Natalie Hunter's intricately layered installations study the complexities of time, space, memory, and the senses in our digitally saturated culture through an interplay between image, material, and form. With a fascination for both image making and working with materials by hand she explores the shifting sensory experiences of light, colour, and motion as they relate to memory and perception. She often employs and exploits the immaterial principles of photography - light and time - with the material aspects of sculpture in her installations. In both image making, sculpture, and their installation, light is fundamental to her process. Whether sculpture or image based she engages with immaterial concepts, ephemeral processes, and material form while considering how the spaces in which we dwell affect our perceptions of time and place, and resonate with associations of memory and the senses.
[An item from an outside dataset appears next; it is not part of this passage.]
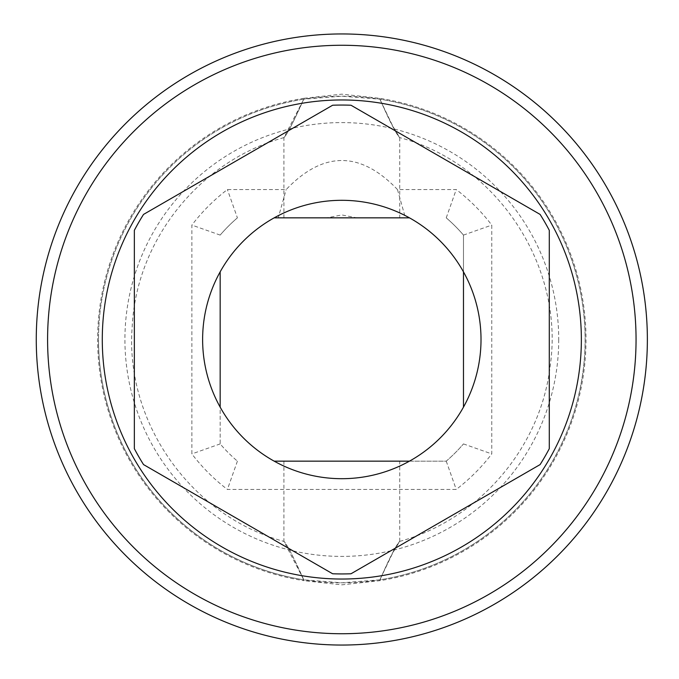 <?xml version="1.0" encoding="UTF-8"?>
<svg xmlns="http://www.w3.org/2000/svg" width="679" height="679" viewBox="0 0 679 679"><rect width="100%" height="100%" fill="white"/><g stroke="black" fill="none" stroke-linecap="round" stroke-linejoin="round"><path stroke-width="0.51" stroke-dasharray="3.4 2.55" d="M558.724 339.5A216.907 216.907 0 0 1 341.817 556.407A216.907 216.907 0 0 1 124.919 339.5A216.907 216.907 0 0 1 341.817 122.593A216.907 216.907 0 0 1 558.724 339.5M397.47 189.551C360.371 150.84 323.272 150.84 286.173 189.551L227.406 189.551A188.609 188.609 0 0 0 191.877 225.088L191.877 453.911A188.609 188.609 0 0 0 227.406 489.449L456.237 489.449A188.609 188.609 0 0 0 491.766 453.911L491.766 225.088A188.609 188.609 0 0 0 456.237 189.551L397.47 189.551L405.414 217.849L356.865 217.849L341.817 214.946L326.777 217.849L283.915 217.849L341.817 217.849M326.777 217.849L278.229 217.849L286.173 189.551M283.915 217.849L283.915 137.625L303.776 99.185A243.311 243.311 0 0 0 98.514 339.5A243.311 243.311 0 0 1 341.817 96.189A243.311 243.311 0 0 1 585.128 339.5A243.311 243.311 0 0 1 341.817 582.811A243.311 243.311 0 0 1 98.514 339.5A243.311 243.311 0 0 0 303.776 579.815C293.735 557.408 287.124 544.6 283.924 541.392C286.597 543.523 293.303 556.627 304.031 580.706L341.817 584.848L379.612 580.706A244.143 244.143 0 0 0 379.612 98.294L341.817 94.152L304.031 98.294C293.303 122.373 286.597 135.477 283.924 137.608C287.124 134.4 293.744 121.592 303.776 99.185L341.817 96.189L379.867 99.185A243.311 243.311 0 0 1 379.867 579.815L341.817 582.811L303.776 579.815L283.915 541.375L283.915 461.151L341.817 461.151L283.915 461.151M304.031 98.294A244.143 244.143 0 0 0 304.031 580.706M341.817 645.05A305.55 305.55 0 0 0 647.367 339.5A305.55 305.55 0 0 0 341.817 33.95A305.55 305.55 0 0 0 36.267 339.5A305.55 305.55 0 0 0 341.817 645.05M379.612 98.294C389.092 120.208 395.781 133.279 399.651 137.506C397.809 136.632 391.214 123.858 379.867 99.185L392.852 126.294L399.727 137.625L399.727 217.849L356.865 217.849M379.612 580.706C389.101 558.783 395.781 545.712 399.651 541.494C397.809 542.377 391.206 555.15 379.867 579.815L392.852 552.706L399.727 541.375L399.727 461.151L341.817 461.151M278.229 217.849L274.18 217.849A139.195 139.195 0 0 0 220.166 271.855L220.166 443.913A160.32 160.32 0 0 0 237.404 461.151A160.32 160.32 0 0 1 220.166 443.913L220.166 407.145A139.195 139.195 0 0 0 274.18 461.151L446.239 461.151A160.32 160.32 0 0 0 463.477 443.913A160.32 160.32 0 0 1 446.239 461.151L409.462 461.151A139.195 139.195 0 0 0 463.477 407.145L463.477 235.087A160.32 160.32 0 0 0 446.239 217.849A160.32 160.32 0 0 1 463.477 235.087L463.477 271.855A139.195 139.195 0 0 0 409.462 217.849L405.414 217.849M237.404 217.849L237.404 217.849A160.32 160.32 0 0 0 220.166 235.087A160.32 160.32 0 0 1 237.404 217.849L227.406 189.551M274.18 217.849A139.195 139.195 0 0 1 409.462 217.849M220.166 407.145A139.195 139.195 0 0 1 220.166 271.855M463.477 271.855A139.195 139.195 0 0 1 463.477 407.145M274.18 461.151A139.195 139.195 0 0 0 409.462 461.151M446.239 461.151L456.237 489.449M237.404 461.151L227.406 489.449M220.166 443.913L191.877 453.911M463.477 443.913L491.766 453.911M463.477 235.087L491.766 225.088M446.239 217.849L456.237 189.551M220.166 235.087L191.877 225.088M143.541 214.411A234.442 234.442 0 0 0 134.349 230.325M351.009 105.237A234.442 234.442 0 0 0 332.634 105.237M549.294 230.325A234.442 234.442 0 0 0 540.102 214.411M540.102 464.589A234.442 234.442 0 0 0 549.294 448.675M332.634 573.763A234.442 234.442 0 0 0 351.009 573.763M134.349 448.675A234.442 234.442 0 0 0 143.541 464.589M283.915 137.625C200.042 160.405 136.182 240.069 132.184 326.888C124.732 422.321 191.436 516.626 283.915 541.375M399.727 541.375C478.602 519.774 540.348 448.106 550.041 366.898C565.251 267.068 497.359 163.495 399.727 137.625"/><path stroke-width="1.02" d="M341.817 217.849L399.727 217.849M341.817 461.151L399.727 461.151M409.462 217.849L274.18 217.849M481.012 339.5A139.195 139.195 0 0 0 341.817 200.305A139.195 139.195 0 0 0 202.622 339.5A139.195 139.195 0 0 0 341.817 478.695A139.195 139.195 0 0 0 481.012 339.5M274.18 461.151L409.462 461.151M463.477 407.145L463.477 271.855M220.166 271.855L220.166 407.145M134.349 230.325L134.349 448.675L134.349 230.325A234.442 234.442 0 0 1 143.541 214.411L332.634 105.237L143.541 214.411M540.102 214.411L351.009 105.237L540.102 214.411A234.442 234.442 0 0 1 549.294 230.325L549.294 448.675L549.294 230.325M351.009 573.763L540.102 464.589L351.009 573.763A234.442 234.442 0 0 1 332.634 573.763L143.541 464.589L332.634 573.763M134.349 448.675A234.442 234.442 0 0 0 143.541 464.589M341.817 579.034A239.534 239.534 0 0 1 102.283 339.5A239.534 239.534 0 0 1 341.817 99.966A239.534 239.534 0 0 1 581.36 339.5A239.534 239.534 0 0 1 341.817 579.034M351.009 105.237A234.442 234.442 0 0 0 332.634 105.237M540.102 464.589A234.442 234.442 0 0 0 549.294 448.675M341.817 633.736A294.236 294.236 0 0 0 636.053 339.5A294.236 294.236 0 0 0 341.817 45.264A294.236 294.236 0 0 0 47.589 339.5A294.236 294.236 0 0 0 341.817 633.736M341.817 645.05A305.55 305.55 0 0 0 647.367 339.5A305.55 305.55 0 0 0 341.817 33.95A305.55 305.55 0 0 0 36.267 339.5A305.55 305.55 0 0 0 341.817 645.05"/></g></svg>

Over the past twelve years she has pushed photography into an expanded sculptural field. Working with translucent silk, transparent, colour, reflective, and backlit films, she drapes, folds, curls, and bends images in space over hand formed metal, wood, or acrylic glass armatures. Durational in nature, these sculptures and installations change based on the time of day, the angle of the sun, the quality of light, or a viewer's perspective. Her evocative installations composed of image and sculpture create contemplative spaces and experiential encounters that become poetic meditations on the act of making, the fluidity of memory, and our relationships with the material and immaterial worlds we exist in. The translucency and mutability of her sculptures and images speak to the fluidity of thought and memory, and become meditations on temporality and impermanence. Witnessing the slow passage of light through time, her work reflects upon the nature of time and place, embodiment and being, the psychology of space, and consciousness in our image saturated world.


Biography

Natalie Hunter is the recipient of many Canada Council for the Arts Research and Creation Grants, and Ontario Arts Council Visual Artists Creation Project Grants. She has shown her work in public art galleries and artist-run-centres, including: Rodman Hall Arts Centre, Art Gallery of Hamilton, Smokestack Gallery, Hamilton Supercrawl, Hamilton Winterfest, University of Waterloo Art Gallery, Art Gallery of Windsor, Thames Art Gallery, Mississauga Living Arts Centre, Centre 3 for Artistic and Social Practice, Factory Media Centre, Hamilton Artists Inc., Latcham Art Centre, Museum London, Propeller Art Gallery, John B. Aird Gallery, Gallery TPW, G44, Londsdale Gallery, University of Manitoba School of Arts Gallery, The Reach Gallery Museum, and Capture Photography Festival, Niagara Artists Centre, and the Judith & Norman Alix Art Gallery, among others. Her work has been featured in Hamilton Arts and Letters, Femme Art Review, The Gathered Gallery, Other Peoples Pixels blog, Canadian Journal of Culture Studies, and BlackFlash Magazine. She holds an MFA from the University of Waterloo where she is a sessional instructor, and received an Excellence in Online Teaching Award (2017). She lives and works in her home city of Hamilton, Ontario, Canada.